Zuletzt geändert am 24.10.2013 @ 14:48
© Foto: Gesellschaft für ökologische Forschung

©  Text: Axel Doering, Gesellschaft für ökologische Forschung

Zweiter Versuch: München 2022?  Nein danke!

Keinen Host City Vertrag mit dem IOC

Das Internationale Olympische Komitee (International Olympic Committee, IOC) ist eine nichtstaatliche Organisation mit Sitz in Lausanne/Schweiz. Zweck des Komitees, das aus rund 100 regulären Mitgliedern besteht, ist die Organisation und Betreuung von Olympischen Spielen. „In der Schweiz als gemeinnütziger Verein eingetragen, ist es (das IOC) längst eines der größten privatwirtschaftlich finanzierten Unternehmen der Welt. So sehen es die Experten von ‚Brand Finance‘. Sie bewerteten die Marke Olympia (…) 2012 als zweitwertvollstes Unternehmen der Welt, hinter Apple, aber noch vor Google. Der immense Wert von 47,5 Milliarden US-Dollar, den die Marke Olympia haben soll, speist sich dabei eigentlich nur aus zwei Komponenten: aus dem Verkauf der Übertragungsrechte und dem Anwerben von Sponsoren“ (Hönicke, Christian, Kernsportart Geldverdienen, in tagesspiegel.de, 14.2.2013).

Das IOC verwaltet die olympische Bewegung und beansprucht alle Rechte an den olympischen Symbolen, wie Fahne, Mottos und Hymne, sowie an den Spielen selbst und weitere Sonderrechte, die im Host-City-Vertrag geregelt werden. Damit steht einer exklusiven und lukrativen Vermarktung zu Gunsten des IOC nichts im Weg.

  • Der Host-City-Vertrag

Die Bewerberstadt (also München mit den anderen Ausrichterorten) muss umfangreiche Garantien abgeben, die über den Host-City-Vertrag HCV (Host City Contract-HCC) in 74 Paragraphen und 16 Anhängen geregelt werden.

Der Stadtrat hatte für „München 2018“ die Unterzeichnung eines Vertrags „ohne Kenntnis des späteren Vertragsinhalts und damit das Eingehen der entsprechenden Verpflichtungen“ (aus dem Protokoll der Stadtratssitzung) beschlossen. Und müsste dies für „München 2022“ ebenso beschließen.

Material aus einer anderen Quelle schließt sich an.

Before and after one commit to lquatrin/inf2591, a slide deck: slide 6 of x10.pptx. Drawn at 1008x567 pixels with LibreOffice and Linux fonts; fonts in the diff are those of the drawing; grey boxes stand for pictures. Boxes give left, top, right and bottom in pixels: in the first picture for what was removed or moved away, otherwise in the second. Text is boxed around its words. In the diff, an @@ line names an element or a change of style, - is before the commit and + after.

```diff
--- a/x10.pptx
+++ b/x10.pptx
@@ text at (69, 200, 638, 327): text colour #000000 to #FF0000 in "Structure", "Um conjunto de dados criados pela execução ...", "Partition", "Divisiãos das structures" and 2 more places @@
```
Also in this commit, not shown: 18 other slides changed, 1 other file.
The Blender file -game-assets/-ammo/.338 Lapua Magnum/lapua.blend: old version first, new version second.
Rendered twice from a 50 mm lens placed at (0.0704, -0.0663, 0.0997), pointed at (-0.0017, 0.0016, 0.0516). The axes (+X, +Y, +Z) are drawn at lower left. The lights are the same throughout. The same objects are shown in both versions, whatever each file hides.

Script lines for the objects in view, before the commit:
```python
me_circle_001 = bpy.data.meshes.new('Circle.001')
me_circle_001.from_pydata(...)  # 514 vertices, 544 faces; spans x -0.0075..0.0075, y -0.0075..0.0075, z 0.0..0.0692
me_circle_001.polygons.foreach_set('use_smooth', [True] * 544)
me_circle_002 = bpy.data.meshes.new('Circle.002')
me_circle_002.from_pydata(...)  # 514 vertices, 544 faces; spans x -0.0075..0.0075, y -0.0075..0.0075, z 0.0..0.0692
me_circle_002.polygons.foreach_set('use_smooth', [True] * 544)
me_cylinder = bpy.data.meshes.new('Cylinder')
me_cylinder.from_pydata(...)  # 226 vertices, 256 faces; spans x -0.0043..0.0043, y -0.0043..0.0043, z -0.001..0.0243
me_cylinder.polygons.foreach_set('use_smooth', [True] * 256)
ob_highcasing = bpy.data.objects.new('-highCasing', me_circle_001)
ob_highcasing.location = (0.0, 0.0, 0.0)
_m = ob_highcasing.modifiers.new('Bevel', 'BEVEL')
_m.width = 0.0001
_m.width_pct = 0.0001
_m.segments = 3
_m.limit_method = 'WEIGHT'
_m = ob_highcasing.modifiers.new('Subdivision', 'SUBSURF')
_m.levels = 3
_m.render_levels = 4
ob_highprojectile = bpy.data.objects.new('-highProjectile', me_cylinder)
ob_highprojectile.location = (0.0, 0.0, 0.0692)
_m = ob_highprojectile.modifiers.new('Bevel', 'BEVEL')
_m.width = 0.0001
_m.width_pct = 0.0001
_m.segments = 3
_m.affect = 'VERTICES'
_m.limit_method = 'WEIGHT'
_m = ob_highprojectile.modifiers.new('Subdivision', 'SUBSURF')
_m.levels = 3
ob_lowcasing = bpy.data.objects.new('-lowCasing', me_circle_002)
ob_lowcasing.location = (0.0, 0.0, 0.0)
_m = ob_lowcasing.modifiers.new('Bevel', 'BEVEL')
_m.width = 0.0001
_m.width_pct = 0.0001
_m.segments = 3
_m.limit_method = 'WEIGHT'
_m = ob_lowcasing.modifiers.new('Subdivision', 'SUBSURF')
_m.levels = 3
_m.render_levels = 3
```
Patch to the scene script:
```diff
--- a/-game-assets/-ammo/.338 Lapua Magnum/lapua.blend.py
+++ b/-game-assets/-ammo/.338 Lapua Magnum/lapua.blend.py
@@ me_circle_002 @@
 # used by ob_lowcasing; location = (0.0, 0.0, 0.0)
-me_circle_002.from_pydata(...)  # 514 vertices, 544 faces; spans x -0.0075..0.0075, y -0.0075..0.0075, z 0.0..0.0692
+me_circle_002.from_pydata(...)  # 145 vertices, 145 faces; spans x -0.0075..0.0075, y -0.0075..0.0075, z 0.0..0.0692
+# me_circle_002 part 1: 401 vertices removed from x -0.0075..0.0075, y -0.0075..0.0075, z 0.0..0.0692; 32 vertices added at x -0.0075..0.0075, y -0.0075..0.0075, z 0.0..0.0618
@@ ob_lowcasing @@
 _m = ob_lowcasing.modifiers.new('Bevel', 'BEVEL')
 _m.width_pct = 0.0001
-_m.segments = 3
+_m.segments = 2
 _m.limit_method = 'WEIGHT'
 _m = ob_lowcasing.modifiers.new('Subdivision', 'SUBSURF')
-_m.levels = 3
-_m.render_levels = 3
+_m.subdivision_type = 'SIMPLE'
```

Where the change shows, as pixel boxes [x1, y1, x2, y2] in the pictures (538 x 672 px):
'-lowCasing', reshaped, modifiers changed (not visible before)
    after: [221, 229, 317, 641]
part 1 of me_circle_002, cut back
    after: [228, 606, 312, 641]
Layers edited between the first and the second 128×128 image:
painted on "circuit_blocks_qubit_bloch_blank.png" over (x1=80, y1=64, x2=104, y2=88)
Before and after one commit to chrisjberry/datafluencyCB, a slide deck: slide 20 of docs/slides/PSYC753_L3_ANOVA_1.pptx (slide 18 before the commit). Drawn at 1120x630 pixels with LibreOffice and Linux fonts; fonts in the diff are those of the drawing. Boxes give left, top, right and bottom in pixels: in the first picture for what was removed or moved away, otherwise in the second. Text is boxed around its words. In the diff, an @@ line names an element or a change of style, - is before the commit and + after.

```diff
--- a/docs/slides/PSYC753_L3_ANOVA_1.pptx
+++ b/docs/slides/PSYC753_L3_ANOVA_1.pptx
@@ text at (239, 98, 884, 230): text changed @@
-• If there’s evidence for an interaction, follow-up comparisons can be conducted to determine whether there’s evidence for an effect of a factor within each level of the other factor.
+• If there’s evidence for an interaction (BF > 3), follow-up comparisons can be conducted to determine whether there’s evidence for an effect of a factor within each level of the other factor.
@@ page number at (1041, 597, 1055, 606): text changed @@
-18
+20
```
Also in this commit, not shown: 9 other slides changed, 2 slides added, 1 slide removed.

Ein Rechtsgutachten von Prof. Dr. Gerrit Manssen, Universität Regensburg, im Auftrag der Gesellschaft für ökologische Forschung e.V., München, (Stand: Juni 2011) kommt anlässlich der Bewerbung „München 2018“ zu dem Schluss:

  1. „Nach deutschem Recht wird man den Vertrag als sittenwidrig nach § 138 BGB ansehen müssen (völlig einseitige Risiko- und Lastenverteilung, Ausnutzung einer Monopolstellung)“,
  2. „Die Stadt würde deshalb mit Abschluss des Vertrages außerhalb ihrer verfassungsrechtlich garantierten bzw. gesetzlich zugewiesenen Kompetenzen handeln“,
  3. „Der HCV ist ein Knebelvertrag. Das IOC nutzt beim Abschluss des HCV seine unkontrollierte Monopolstellung für teilweise rechtlich groteske, den Vertragspartner einseitig belastende Regelungen, die jedem Anstands- und Gerechtigkeitsgefühl widersprechen“,
  4. „Eigene Verpflichtungen des IOC stehen in seinem Ermessen. Der Vertrag lastet nahezu alle Risiken der Stadt an und gibt fast alle Rechte an das IOC“,
  5. „Dem Ziel einer erfolgreichen Olympia-Bewerbung würde das Prinzip der Gesetzmäßigkeit der Verwaltung als zentraler Bestandteil des Rechtsstaatsprinzips geopfert“. www.nolympia.de/gutachten-zum-host-city-vertrag/

Auch für „München 2022“ würde sich daran nichts ändern: Der Host-City-Vertrag des IOC muss von der Ausrichterstadt – ohne „wenn-und-aber“ – unmittelbar nach dem Zuschlag der Spiele unterschrieben werden.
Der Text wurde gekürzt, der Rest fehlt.